Feature flags let you merge early, release selectively, and back out without redeploying. This guide uses PostHog + Next.js to keep changes small, observable, and reversible.

Flags are not just toggles—they are contracts for rollback.

The Minimal Flag Hook

import posthog from "posthog-js";
 
export function useFlag(flag: string, fallback = false) {
  const [enabled, setEnabled] = useState(fallback);
 
  useEffect(() => {
    const ph = posthog;
    if (!ph) return setEnabled(fallback);
    setEnabled(ph.isFeatureEnabled(flag));
    const off = ph.onFeatureFlags(() => setEnabled(ph.isFeatureEnabled(flag)));
    return () => off();
  }, [flag, fallback]);
 
  return enabled;
}

Rollout Steps (Do Them in Order)

  1. Create the flag in PostHog (description + owner + expiry date).
  2. Ship the code behind useFlag("new-onboarding") with a safe fallback.
  3. Enable for internal team only; validate metrics are flowing.
  4. Gradually ramp to 10% → 25% → 50% while watching error logs and conversion.
  5. Decide: graduate, iterate, or kill. Archive flags you keep off.

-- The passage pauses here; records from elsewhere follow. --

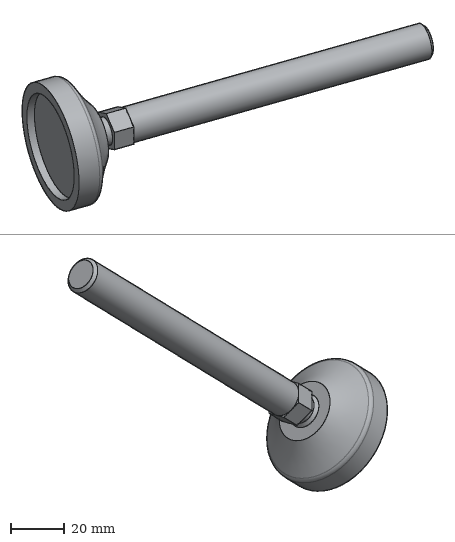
import cadquery as cq
import math

total_length = 156.0

pad_diameter = 50.0
pad_rim_height = 8.6
pad_shoulder_height = 10.3
shoulder_inset = 1.1
pad_height = 18.4
pad_top_diameter = 24.0
flank_sag = 0.39

recess_diameter = 41.5
recess_depth = 3.1

neck_diameter = 11.0
flare_diameter = 13.4
flare_height = 1.4

hex_start = 23.1
hex_end = 31.2
hex_across_flats = 14.0

stud_diameter = 14.0
stud_chamfer = 1.2


def cylinder_along_y(diameter, start, end):
    """Solid cylinder on the Y axis between two Y positions."""
    base = cq.Workplane("XZ", origin=(0, start, 0))
    return base.circle(diameter / 2).extrude(start - end)


def make_pad_and_neck():
    """Revolved pad with a slightly hollow flank, rounded shoulder, flare and neck."""
    pad_radius = pad_diameter / 2
    shoulder_radius = pad_radius - shoulder_inset
    top_radius = pad_top_diameter / 2
    neck_radius = neck_diameter / 2

    flank_run = shoulder_radius - top_radius
    flank_rise = pad_height - pad_shoulder_height
    flank_chord = math.hypot(flank_run, flank_rise)
    flank_middle = (
        (shoulder_radius + top_radius) / 2 - flank_sag * flank_rise / flank_chord,
        (pad_shoulder_height + pad_height) / 2 - flank_sag * flank_run / flank_chord,
    )

    profile = (
        cq.Workplane("XY")
        .lineTo(pad_radius, 0)
        .lineTo(pad_radius, pad_rim_height)
        .tangentArcPoint((shoulder_radius, pad_shoulder_height), relative=False)
        .threePointArc(flank_middle, (top_radius, pad_height))
        .lineTo(flare_diameter / 2, pad_height)
        .lineTo(neck_radius, pad_height + flare_height)
        .lineTo(neck_radius, hex_start)
        .lineTo(0, hex_start)
        .close()
    )
    body = profile.revolve(360, (0, 0, 0), (0, 1, 0))
    return body.cut(cylinder_along_y(recess_diameter, 0, recess_depth))


def make_hexagon():
    """Wrench hexagon with corners on the Z axis."""
    across_corners = hex_across_flats / math.cos(math.pi / 6)
    return (
        cq.Workplane("XZ", origin=(0, hex_start, 0))
        .transformed(rotate=(0, 0, 90))
        .polygon(6, across_corners)
        .extrude(hex_start - hex_end)
    )


def make_stud():
    """Plain stud with a chamfered free end."""
    stud = cylinder_along_y(stud_diameter, hex_end, total_length)
    return stud.faces(">Y").chamfer(stud_chamfer)


result = make_pad_and_neck().union(make_hexagon()).union(make_stud())

Flags without owners or expiry dates become debt. Add both when you create the flag to force cleanup.

Instrument the Experiment

export function OnboardingButton() {
  const useNewFlow = useFlag("new-onboarding", false);
 
  const handleClick = () => {
    posthog.capture("onboarding_clicked", { variant: useNewFlow ? "new" : "old" });
    // route users to the right experience
  };
 
  return (
    <Button onClick={handleClick}>
      {useNewFlow ? "Start the faster flow" : "Start onboarding"}
    </Button>
  );
}

Metrics to Watch

StageMetricExpected Direction
ExposureFlag exposure eventsFlat → increasing
ConversionOnboarding completion rateUp
StabilityError rate (Sentry/Logs)Flat/Down
RetentionD1/D7 activationUp

When to Kill a Flag

  • The flag is off for 14 days and has no owner.
  • The new variant is strictly worse on the primary metric.
  • The code path complicates debugging or doubles test cases.

Removing flags is a feature, not cleanup—every deleted flag makes the next launch calmer.